The PHA UK is not saying that cost should be ignored. We are saying that the evidence of what this drug is worth to patients – evidence that we have spent years building, and that our members have contributed to – must be taken seriously in that calculation. That is not an unreasonable ask. It is the minimum that patients deserve.
Here at the PHA UK we have made what’s known as a ‘formal representation’ to NICE. You can see this here. We have told them clearly and on the record that:
We are also working with the coalition of specialist clinicians who care for PH patients and who share our view. And we are engaged across the full landscape of this campaign – with the drug manufacturer, with NICE, and with the wider rare disease community.
We are not going away. We have done this before and we will keep doing it until UK PH patients can access the treatments they deserve.
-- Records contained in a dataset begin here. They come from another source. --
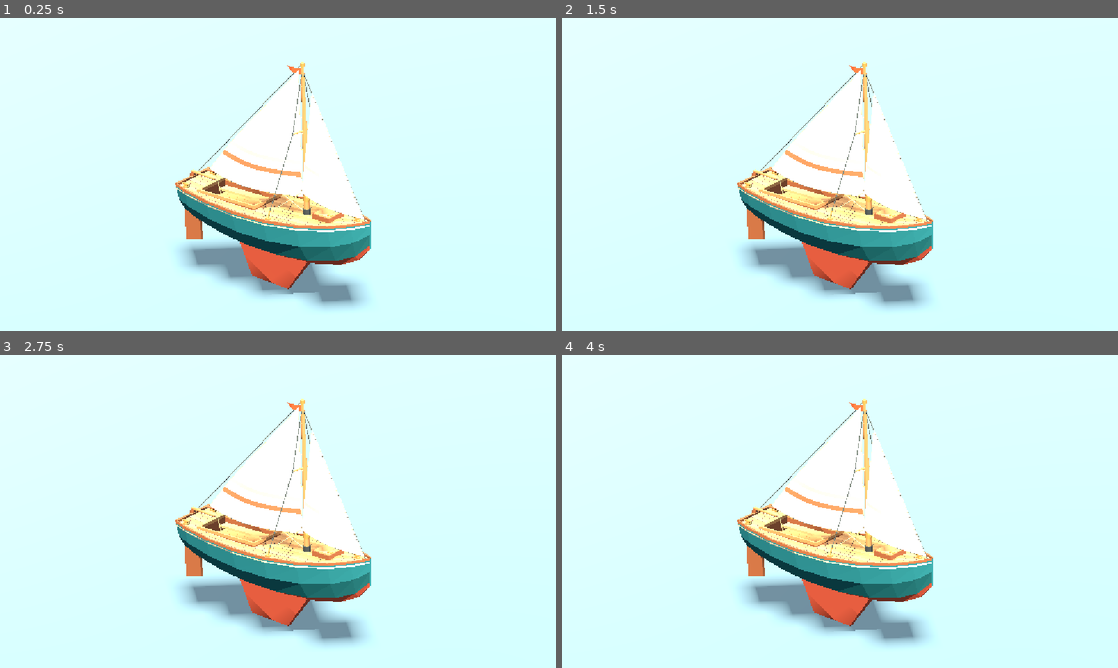
Above: before the commit, frames 1-4 (two rows, left to right).
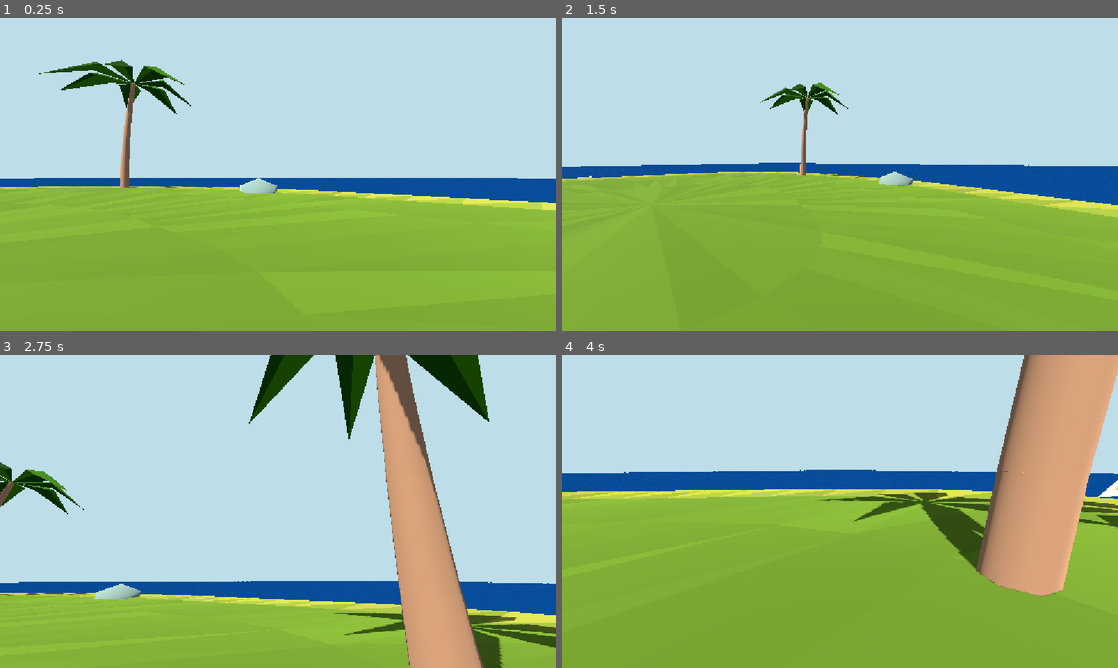
Above: after the commit, the same moments.

Repository: HAYE158/how-to-fish
Game: Godot game, scene res://assets/水/测试场地.tscn
The game is run twice, just before and just after one commit, with the same random seed, the same clock (stepped at 60 frames per second) and the same inputs. Before the commit the project starts from res://assets/船/帆船/sailboat_preview.tscn.
Inputs (mouse positions are in pixels of both pictures, inside the frame that each line leads up to):
- Up to frame 1 (0.25 s): no input
- Up to frame 2 (1.5 s): tap Enter at 0.5 s; move the mouse to (962, 158) at 0.52 s; hold D (move_right, bound only after the commit) 0.53-1.28 s; hold Shift (sprint, bound only after the commit) 0.53-1.28 s; click (962, 158) at 0.67 s; tap Space (jump, bound only after the commit) at 0.77, 1.07 s; tap V (toggle_view, bound only after the commit) at 0.8, 1.35 s; move the mouse to (728, 190) at 1.27 s; hold S (move_back, bound only after the commit) from 1.28 s (still down); click (728, 190) at 1.42 s
- Up to frame 3 (2.75 s): tap Space (jump, bound only after the commit) at 1.52, 1.55, 1.82, 2.1 s; move the mouse to (333, 442) at 2.02 s; release S (move_back, bound only after the commit) at 2.03 s; hold D (move_right, bound only after the commit) from 2.03 s (still down); hold Shift (sprint, bound only after the commit) from 2.03 s (still down); click (333, 442) at 2.17 s
- Up to frame 4 (4 s): move the mouse to (812, 574) at 2.77 s; release D (move_right, bound only after the commit) at 2.78 s; release Shift (sprint, bound only after the commit) at 2.78 s; hold W (move_forward, bound only after the commit) 2.78-3.53 s; tap Shift (sprint, bound only after the commit) at 2.85 s; click (812, 574) at 2.92 s; tap Space (jump, bound only after the commit) at 3.02, 3.32, 3.77, 3.8 s; tap V (toggle_view, bound only after the commit) at 3.05 s; move the mouse to (1006, 558) at 3.52 s; hold A (move_left, bound only after the commit) from 3.53 s (still down); hold V (toggle_view, bound only after the commit) from 3.53 s (still down); click (1006, 558) at 3.67 s

The runs differ from the first frame. In frame 1, 100% of the frame differs, in the area x 0-100%, y 0-100%; in frame 2, 100%; in frame 3, 100%; in frame 4, 100%.

Commit message:
feat: 新增测试场地与玩家控制，更新 PRD 至 v0.2.6
- 新增 player.tscn/player.gd：WASD 移动、跳跃、冲刺、视角切换
- 新增 level_setup.gd：地形碰撞补全与玩家落地吸附
- 水面预览场景改为测试场地，主场景指向该场景
- 工程输入映射同步更新
- 新增 design.md 技术设计文档，PRD 更新至 v0.2.6

Diff:
--- /dev/null
+++ b/assets/水/level_setup.gd
@@ -0,0 +1,48 @@
+extends Node
+
+## 测试场地专用：
+## 1. 地形没有碰撞时补一个 trimesh（编辑器里已经加过就跳过）
+## 2. 用向下射线把玩家吸附到地表，避免出生点高度被父节点 5 倍缩放坑到
+
+@export var terrain_path: NodePath = ^"../IslandAndSeabed/CoastalTerrain"
+@export var player_path: NodePath = ^"../Player"
+
+
+func _ready() -> void:
+	var terrain := get_node_or_null(terrain_path) as MeshInstance3D
+	if terrain == null:
+		push_warning("LevelSetup: 找不到地形节点 %s" % terrain_path)
+		return
+
+	var has_collision := false
+	for child in terrain.get_children():
+		if child is StaticBody3D:
+			has_collision = true
+			break
+
+	if not has_collision:
+		if terrain.mesh == null:
+			push_warning("LevelSetup: 地形没有网格，无法生成碰撞。")
+			return
+		terrain.create_trimesh_collision()
+
+	_drop_player_on_ground()
+
+
+func _drop_player_on_ground() -> void:
+	await get_tree().physics_frame
+	var player := get_node_or_null(player_path) as CharacterBody3D
+	if player == null:
+		return
+	var space := player.get_world_3d().direct_space_state
+	var query := PhysicsRayQueryParameters3D.create(
+		player.global_position + Vector3.UP * 40.0,
+		player.global_position + Vector3.DOWN * 80.0
+	)
+	query.exclude = [player.get_rid()]
+	var hit := space.intersect_ray(query)
+	if hit.is_empty():
+		push_warning("LevelSetup: 玩家下方没有地面，出生点可能需要调整。")
+		return
+	player.global_position = (hit["position"] as Vector3) + Vector3.UP * 0.2
+	player.velocity = Vector3.ZERO
--- a/assets/水/coastal_water_preview.tscn
+++ b/assets/水/测试场地.tscn
@@ -4,8 +4,10 @@
 [ext_resource type="Shader" uid="uid://baik6eut0bjpr" path="res://assets/水/coastal_water.gdshader" id="2_ui2og"]
 [ext_resource type="PackedScene" path="res://assets/船/帆船/single_mast_sailboat.tscn" id="3_h7qk4"]
 [ext_resource type="PackedScene" path="res://assets/冲浪板/surfboard.tscn" id="4_o6pst"]
-
-[sub_resource type="Image" id="Image_grxgc"]
+[ext_resource type="PackedScene" path="res://assets/角色/player.tscn" id="5_player"]
+[ext_resource type="Script" uid="uid://dkr84vblhwr0s" path="res://assets/水/level_setup.gd" id="6_setup"]
+
+[sub_resource type="Image" id="Image_01e5q"]
 data = {
 "data": PackedByteArray("AAAAAAAAAAAAAAAAAAAAAAAAAAAAAAAAAAAAAAAAAAAAAAAAAAAAAAAAAAAAAAAAAAAAAAAAAAAAAAAAAAAAAAAAAAAAAA …(49061 unchanged characters)…
 "format": "Lum8",
@@ -612,5 +614,10 @@
 [node name="Camera" type="Camera3D" parent="." unique_id=918377496]
 transform = Transform3D(0.9705349, -0.14137894, 0.19512534, 0, 0.8097818, 0.5867311, -0.24096037, -0.569443, 0.7859216, 3.9, 21, 29)
 projection = 1
-current = true
 size = 31.25
+
+[node name="LevelSetup" type="Node" parent="." unique_id=1964204955]
+script = ExtResource("6_setup")
+
+[node name="Player" parent="." unique_id=1282536659 instance=ExtResource("5_player")]
+transform = Transform3D(1, 0, 0, 0, 1, 0, 0, 0, 1, 2, 3.2981791, 0)
--- /dev/null
+++ b/assets/角色/player.gd
@@ -0,0 +1,143 @@
+class_name Player
+extends CharacterBody3D
+
+## 徒步玩家控制器。一套相机骨架同时驱动两种视角：
+## - 第一人称：弹簧臂长度归零，head 骨骼缩放到 0.001（只藏头，身体和手还看得见）
+## - 第三人称：弹簧臂拉长并自动避让地形，角色整体可见，身体朝移动方向转
+## 移动方向始终相对相机水平朝向，所以两种视角手感一致。
+
+signal view_changed(first_person: bool)
+
+const HEAD_BONE_NAME := &"head"
+const HEAD_HIDDEN_SCALE := Vector3.ONE * 0.001
+
+@export_group("移动")
+@export var walk_speed: float = 2.6
+@export var sprint_speed: float = 5.2
+@export var acceleration: float = 14.0
+@export var jump_velocity: float = 4.6
+
+@export_group("视角")
+@export var first_person: bool = true
+@export_range(0.0005, 0.01, 0.0001) var mouse_sensitivity: float = 0.0022
+@export_range(-89.0, -1.0, 1.0) var pitch_min_degrees: float = -85.0
+@export_range(1.0, 89.0, 1.0) var pitch_max_degrees: float = 85.0
+@export var eye_height: float = 1.58
+@export var third_person_distance: float = 3.2
+
+@export_group("角色模型")
+## 第三人称下如果角色是背对前进方向，把这个改成 180。
+@export_range(-180.0, 180.0, 1.0) var avatar_yaw_offset: float = 0.0
+
+@onready var avatar: DockhandAvatar = $Avatar
+@onready var camera_rig: Node3D = $CameraRig
+@onready var pitch_pivot: Node3D = $CameraRig/PitchPivot
+@onready var spring_arm: SpringArm3D = $CameraRig/PitchPivot/SpringArm3D
+@onready var camera: Camera3D = $CameraRig/PitchPivot/SpringArm3D/Camera3D
+
+var _gravity: float = 9.8
+var _head_bone: int = -1
+var _playing_action: StringName = &""
+
+
+func _ready() -> void:
+	_gravity = float(ProjectSettings.get_setting("physics/3d/default_gravity", 9.8))
+	_head_bone = avatar.skeleton.find_bone(HEAD_BONE_NAME)
+	if _head_bone == -1:
+		push_warning("Player: 骨架里找不到 head 骨骼，第一人称无法隐藏头部。")
+	camera.current = true
+	Input.mouse_mode = Input.MOUSE_MODE_CAPTURED
+	apply_view_mode()
+
+
+func _unhandled_input(event: InputEvent) -> void:
+	if event is InputEventMouseMotion:
+		if Input.mouse_mode == Input.MOUSE_MODE_CAPTURED:
+			var motion := event as InputEventMouseMotion
+			camera_rig.rotate_y(-motion.relative.x * mouse_sensitivity)
+			var pitch := pitch_pivot.rotation.x - motion.relative.y * mouse_sensitivity
+			pitch_pivot.rotation.x = clampf(
+				pitch,
+				deg_to_rad(pitch_min_degrees),
+				deg_to_rad(pitch_max_degrees)
+			)
+		return
+
+	if event.is_action_pressed(&"toggle_view"):
+		first_person = not first_person
+		apply_view_mode()
+		return
+
+	if event.is_action_pressed(&"ui_cancel"):
+		Input.mouse_mode = Input.MOUSE_MODE_VISIBLE
+		return
+
+	if event is InputEventMouseButton and (event as InputEventMouseButton).pressed:
+		if Input.mouse_mode != Input.MOUSE_MODE_CAPTURED:
+			Input.mouse_mode = Input.MOUSE_MODE_CAPTURED
+
+
+func _physics_process(delta: float) -> void:
+	if not is_on_floor():
+		velocity.y -= _gravity * delta
+
+	if Input.is_action_just_pressed(&"jump") and is_on_floor():
+		velocity.y = jump_velocity
+
+	var input_dir := Input.get_vector(&"move_left", &"move_right", &"move_forward", &"move_back")
+	var yaw_basis := camera_rig.global_transform.basis
+	var direction := yaw_basis.x * input_dir.x + yaw_basis.z * input_dir.y
+	direction.y = 0.0
+	if direction.length_squared() > 0.0001:
+		direction = direction.normalized()
+
+	var speed := sprint_speed if Input.is_action_pressed(&"sprint") else walk_speed
+	var blend := clampf(acceleration * delta, 0.0, 1.0)
+	velocity.x = lerpf(velocity.x, direction.x * speed, blend)
+	velocity.z = lerpf(velocity.z, direction.z * speed, blend)
+
+	move_and_slide()
+
+	var planar_speed := Vector2(velocity.x, velocity.z).length()
+	_update_locomotion_animation(planar_speed)
+	_update_avatar_facing(direction, delta)
+
+
+## 切换第一人称/第三人称。外部也可以直接改 first_person 再调用这个。
+func apply_view_mode() -> void:
+	spring_arm.spring_length = 0.0 if first_person else third_person_distance
+	spring_arm.position = Vector3.ZERO
+	camera_rig.position.y = eye_height
+	_set_head_hidden(first_person)
+	view_changed.emit(first_person)
+
+
+func _set_head_hidden(hidden: bool) -> void:
+	if _head_bone == -1:
+		return
+	if hidden:
+		avatar.skeleton.set_bone_pose_scale(_head_bone, HEAD_HIDDEN_SCALE)
+	else:
+		avatar.skeleton.set_bone_pose_scale(_head_bone, avatar.head_shape * avatar.head_scale)
+
+
+func _update_locomotion_animation(planar_speed: float) -> void:
+	var target: StringName = &"walk" if planar_speed > 0.15 else &"idle"
+	if target != _playing_action:
+		if not avatar.play_action(target):
+			return
+		_playing_action = target
+	avatar.animations.speed_scale = 1.0
+	if target == &"walk":
+		avatar.animations.speed_scale = clampf(planar_speed / walk_speed, 0.6, 1.8)
+
+
+func _update_avatar_facing(direction: Vector3, delta: float) -> void:
+	var target_yaw: float
+	if first_person:
+		target_yaw = camera_rig.rotation.y
+	elif direction.length_squared() > 0.0001:
+		target_yaw = atan2(direction.x, direction.z) + deg_to_rad(avatar_yaw_offset)
+	else:
+		return
+	avatar.rotation.y = lerp_angle(avatar.rotation.y, target_yaw, clampf(delta * 25.0, 0.0, 1.0))
--- /dev/null
+++ b/assets/角色/player.tscn
@@ -0,0 +1,38 @@
+[gd_scene load_steps=4 format=3]
+
+[ext_resource type="Script" path="res://assets/角色/player.gd" id="1_player"]
+[ext_resource type="PackedScene" path="res://assets/角色/dockhand.tscn" id="2_avatar"]
+
+[sub_resource type="CapsuleShape3D" id="CapsuleShape3D_body"]
+radius = 0.3
+height = 1.8
+
+[sub_resource type="SphereShape3D" id="SphereShape3D_arm"]
+radius = 0.25
+
+[node name="Player" type="CharacterBody3D"]
+collision_layer = 2
+collision_mask = 1
+script = ExtResource("1_player")
+
+[node name="Collision" type="CollisionShape3D" parent="."]
+transform = Transform3D(1, 0, 0, 0, 1, 0, 0, 0, 1, 0, 0.9, 0)
+shape = SubResource("CapsuleShape3D_body")
+
+[node name="Avatar" parent="." instance=ExtResource("2_avatar")]
+
+[node name="CameraRig" type="Node3D" parent="."]
+transform = Transform3D(1, 0, 0, 0, 1, 0, 0, 0, 1, 0, 1.58, 0)
+
+[node name="PitchPivot" type="Node3D" parent="CameraRig"]
+
+[node name="SpringArm3D" type="SpringArm3D" parent="CameraRig/PitchPivot"]
+spring_length = 3.2
+margin = 0.2
+shape = SubResource("SphereShape3D_arm")
+
+[node name="Camera3D" type="Camera3D" parent="CameraRig/PitchPivot/SpringArm3D"]
+current = true
+fov = 75.0
+near = 0.05
+far = 500.0
--- a/project.godot
+++ b/project.godot
@@ -11,7 +11,7 @@
 [application]
 
 config/name="how_to_ship"
-run/main_scene="res://assets/船/帆船/sailboat_preview.tscn"
+run/main_scene="uid://cpa5iruca4qkv"
 config/features=PackedStringArray("4.7", "Forward Plus")
 config/icon="res://icon.svg"
 
@@ -20,6 +20,44 @@
 window/stretch/mode="canvas_items"
 window/stretch/aspect="expand"
 
+[input]
+
+move_forward={
+"deadzone": 0.2,
+"events": [Object(InputEventKey,"resource_local_to_scene":false,"resource_name":"","device":-1,"window_id":0,"alt_pressed":false,"shift_pressed":false,"ctrl_pressed":false,"meta_pressed":false,"pressed":false,"keycode":0,"physical_keycode":87,"key_label":0,"unicode":0,"location":0,"echo":false,"script":null)
+]
+}
+move_back={
+"deadzone": 0.2,
+"events": [Object(InputEventKey,"resource_local_to_scene":false,"resource_name":"","device":-1,"window_id":0,"alt_pressed":false,"shift_pressed":false,"ctrl_pressed":false,"meta_pressed":false,"pressed":false,"keycode":0,"physical_keycode":83,"key_label":0,"unicode":0,"location":0,"echo":false,"script":null)
+]
+}
+move_left={
+"deadzone": 0.2,
+"events": [Object(InputEventKey,"resource_local_to_scene":false,"resource_name":"","device":-1,"window_id":0,"alt_pressed":false,"shift_pressed":false,"ctrl_pressed":false,"meta_pressed":false,"pressed":false,"keycode":0,"physical_keycode":65,"key_label":0,"unicode":0,"location":0,"echo":false,"script":null)
+]
+}
+move_right={
+"deadzone": 0.2,
+"events": [Object(InputEventKey,"resource_local_to_scene":false,"resource_name":"","device":-1,"window_id":0,"alt_pressed":false,"shift_pressed":false,"ctrl_pressed":false,"meta_pressed":false,"pressed":false,"keycode":0,"physical_keycode":68,"key_label":0,"unicode":0,"location":0,"echo":false,"script":null)
+]
+}
+jump={
+"deadzone": 0.2,
+"events": [Object(InputEventKey,"resource_local_to_scene":false,"resource_name":"","device":-1,"window_id":0,"alt_pressed":false,"shift_pressed":false,"ctrl_pressed":false,"meta_pressed":false,"pressed":false,"keycode":0,"physical_keycode":32,"key_label":0,"unicode":0,"location":0,"echo":false,"script":null)
+]
+}
+sprint={
+"deadzone": 0.2,
+"events": [Object(InputEventKey,"resource_local_to_scene":false,"resource_name":"","device":-1,"window_id":0,"alt_pressed":false,"shift_pressed":false,"ctrl_pressed":false,"meta_pressed":false,"pressed":false,"keycode":0,"physical_keycode":4194325,"key_label":0,"unicode":0,"location":0,"echo":false,"script":null)
+]
+}
+toggle_view={
+"deadzone": 0.2,
+"events": [Object(InputEventKey,"resource_local_to_scene":false,"resource_name":"","device":-1,"window_id":0,"alt_pressed":false,"shift_pressed":false,"ctrl_pressed":false,"meta_pressed":false,"pressed":false,"keycode":0,"physical_keycode":86,"key_label":0,"unicode":0,"location":0,"echo":false,"script":null)
+]
+}
+
 [physics]
 
 3d/physics_engine="Jolt Physics"
Not shown, added: assets/水/level_setup.gd.uid
Not shown: 1 places in assets/水/测试场地.tscn that only renumber resources
Not shown, added: assets/角色/player.gd.uid
Not shown, changed: PRD.md
Not shown, added: design.md

We will make the same noise in Scotland if the decision in mid-April brings bad news. Every UK nation matters.
Many of you have already contributed to the efforts to access to sotatercept without knowing it. If you took part in our 2025 symptom burden survey, your answers are in our formal submissions to NICE and the SMC. If you shared your story with us, your voice is in the evidence. You helped build the argument that we are now using.
Please continue to add your voices to our work and be ready to respond as this campaign continues. We are louder, and we are stronger, together.
True patient empowerment is not when a patient is given a voice. It is when a patient knows that their voice matters.